If the FDA approves exa-cel, it will be the first treatment for any disease that uses gene editing technology.
“I have a lot of thoughts on the FDA, but I will say this: They have approved less substantiated methods before,” Arnett said. “I am also unaware of where scientists are in the process of beginning gene therapy, as I know it is still a very new technology, but I have faith that they will do their due diligence in testing, especially considering that there is not much more that could be at stake when you are editing the human genome.”

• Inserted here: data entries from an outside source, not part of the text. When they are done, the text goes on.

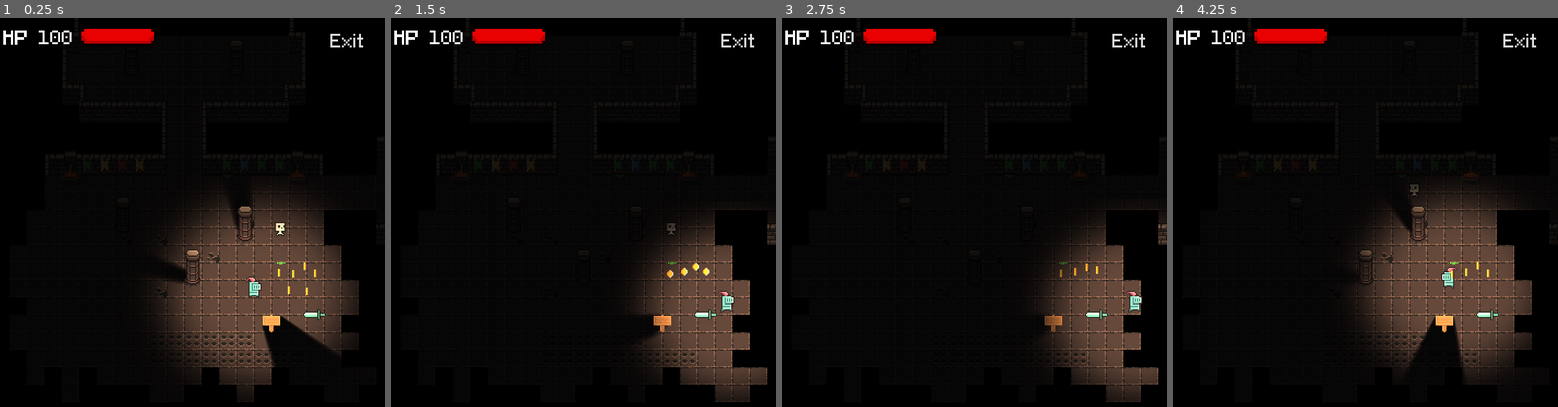
Above: before the commit, frames 1-4 (left to right).
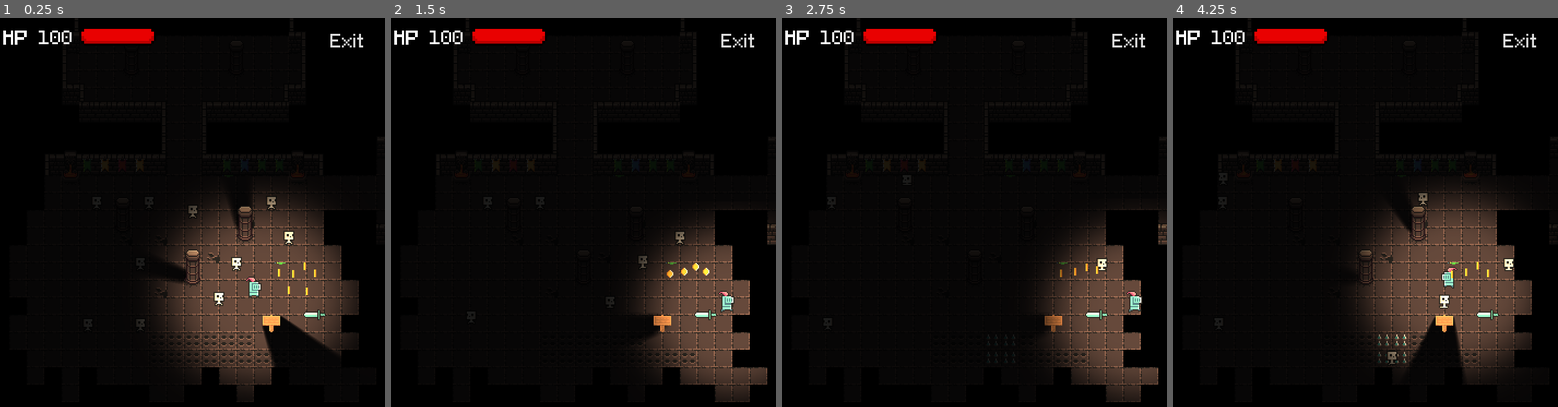
Above: after the commit, the same moments.

Repository: ginestopo/Dungeon-game
Game: Godot game, scene res://scenes/test_level.tscn
Two runs of this game, one before a commit and one after it. Both use one fixed random seed, a clock stepped at 60 frames per second and the inputs below.
Inputs:
- Up to frame 1 (0.25 s): no input
- Up to frame 2 (1.5 s): hold Right (ui_right) 0.53-1.28 s; hold E (interact) 0.53-1.28 s; tap Space (ui_select) at 0.77 s; hold Down (ui_down) from 1.28 s (still down); tap Shift (sprint) at 1.35 s
- Up to frame 3 (2.75 s): tap Space (ui_select) at 1.52 s; release Down (ui_down) at 2.03 s; hold Right (ui_right) from 2.03 s (still down); hold E (interact) from 2.03 s (still down)
- Up to frame 4 (4.25 s): release Right (ui_right) at 2.78 s; release E (interact) at 2.78 s; hold Up (ui_up) 2.78-3.53 s; tap Shift (sprint) at 2.85 s; tap Space (ui_select) at 3.02, 3.77 s; hold Left (ui_left) from 3.53 s (still down); hold E (interact) from 3.53 s (still down)

The runs differ from the first frame. In frame 1, 0.5% of the frame differs, in the area x 35-77%, y 45-81%; in frame 2, 0.2%; in frame 3, less than 0.1%; in frame 4, 0.4%.

Commit message:
Fixed bug on shyguy
Fixed bug on shyguy

Diff:
--- a/scenes/MOBS/Demon/demon.tscn
+++ b/scenes/MOBS/Demon/demon.tscn
@@ -213,10 +213,12 @@
 
 [node name="Sprite" type="Sprite" parent="."]
 visible = false
+light_mask = 3
 position = Vector2( 0, -16.6489 )
 texture = SubResource( 1 )
 
 [node name="AnimatedSprite" type="AnimatedSprite" parent="."]
+light_mask = 3
 position = Vector2( 0, -18.125 )
 frames = SubResource( 2 )
 animation = "dead"
--- a/scenes/MOBS/Shy Guy/shy_guy.gd
+++ b/scenes/MOBS/Shy Guy/shy_guy.gd
@@ -18,10 +18,10 @@
 
 
 func _process(delta):
-	if !not_started_idle:
-		print("timer idle left:", $timers/timer_idle.time_left)
-	else:
-		print("timer moving left:", $timers/timer_moving.time_left)
+#	if !not_started_idle:
+#		print("timer idle left:", $timers/timer_idle.time_left)
+#	else:
+#		print("timer moving left:", $timers/timer_moving.time_left)
 
 	if $timers/timer_idle.time_left == 0:
 		if not_started_moving:
@@ -33,10 +33,11 @@
 			$timers/timer_moving.start()
 
 			if(velocity.x < 0):
-				self.scale.x = -1
+				print("velocity -")
+				$Animation/AnimatedSprite.flip_h = true
 			else:
-				self.scale.x = 1
-
+				print("velocity +")
+				$Animation/AnimatedSprite.flip_h = false
 
 		if $timers/timer_moving.time_left == 0:
 			velocity = Vector2(0,0)
@@ -47,5 +48,4 @@
 				not_started_idle = false
 				not_started_moving = true
 
-
 	velocity = move_and_slide(velocity.normalized()*speed)
--- a/scenes/MOBS/Shy Guy/shy_guy.tscn
+++ b/scenes/MOBS/Shy Guy/shy_guy.tscn
@@ -86,12 +86,14 @@
 shape = SubResource( 1 )
 
 [node name="Animation" type="Node2D" parent="."]
+light_mask = 3
 position = Vector2( 0, -8 )
 
 [node name="AnimatedSprite" type="AnimatedSprite" parent="Animation"]
+light_mask = 3
 frames = SubResource( 2 )
 animation = "run"
-frame = 6
+frame = 3
 
 [node name="animations" type="AnimationPlayer" parent="Animation"]
 anims/idle = SubResource( 3 )
--- a/scenes/test_level.tscn
+++ b/scenes/test_level.tscn
@@ -232,8 +232,37 @@
 [node name="demon5" parent="YSort/npc" instance=ExtResource( 5 )]
 position = Vector2( 96, -192 )
 
-[node name="shy_guy" parent="YSort/npc" instance=ExtResource( 13 )]
-position = Vector2( 264, 200 )
+[node name="shyguys" type="YSort" parent="YSort/npc"]
+
+[node name="shy_guy" parent="YSort/npc/shyguys" instance=ExtResource( 13 )]
+position = Vector2( 272, 208 )
+
+[node name="shy_guy2" parent="YSort/npc/shyguys" instance=ExtResource( 13 )]
+position = Vector2( 224, 232 )
+
+[node name="shy_guy3" parent="YSort/npc/shyguys" instance=ExtResource( 13 )]
+position = Vector2( 184, 184 )
+
+[node name="shy_guy4" parent="YSort/npc/shyguys" instance=ExtResource( 13 )]
+position = Vector2( 208, 264 )
+
+[node name="shy_guy5" parent="YSort/npc/shyguys" instance=ExtResource( 13 )]
+position = Vector2( 136, 288 )
+
+[node name="shy_guy6" parent="YSort/npc/shyguys" instance=ExtResource( 13 )]
+position = Vector2( 96, 176 )
+
+[node name="shy_guy7" parent="YSort/npc/shyguys" instance=ExtResource( 13 )]
+position = Vector2( 144, 176 )
+
+[node name="shy_guy8" parent="YSort/npc/shyguys" instance=ExtResource( 13 )]
+position = Vector2( 88, 288 )
+
+[node name="shy_guy9" parent="YSort/npc/shyguys" instance=ExtResource( 13 )]
+position = Vector2( 136, 232 )
+
+[node name="shy_guy10" parent="YSort/npc/shyguys" instance=ExtResource( 13 )]
+position = Vector2( 256, 176 )
 
 [node name="weapons" type="YSort" parent="YSort"]

If approved, it could cost each patient up to $2 million dollars and require eight weeks of blood transfusions, and then they have the treatment done that releases the bone marrow stem cells into the bloodstream. Then, the stem cells will be removed and sent to be treated, and the patient will have to undergo chemotherapy to clear their marrow. Then, the treated cells are injected into the patient, and they need to stay in the hospital for at least a month while the new cells grow.
The cost may make it harder for everyone to get this treatment, especially in less well-off countries. Even Americans with low income may not be able to afford this treatment.
“I personally have no faith in the American healthcare system and know that while this technology will be able to help a lot of people, it will probably mostly be the people who can afford it because that is the system we live in,” Arnett said. “Unless there is some successful humane legislation regarding the technology, it is going to be stratified along class lines, just the same as the rest of healthcare in America; the cost of insulin upsets me every day. It is the unfortunate consequence of living under barely restrained capitalism.”
Vertex is trying to get Medicaid and other insurance companies to find the best way to make it more affordable. There are also concerns about how other countries where it is most prevalent can administer the therapy if they do not have the best equipment.
“If it is successful in the long run, capitalist hospitals will do anything to milk as much money out of it as they can,” Kypri said. “It is disgusting.”
If approved, it could be used for other severe diseases as well.
“CRISPR can be used for almost quite literally any type of disease, from diabetes to cancer,” Kypri said. “There is an insane amount of research that still needs to be done to further this claim. However, I do believe that it is possible!”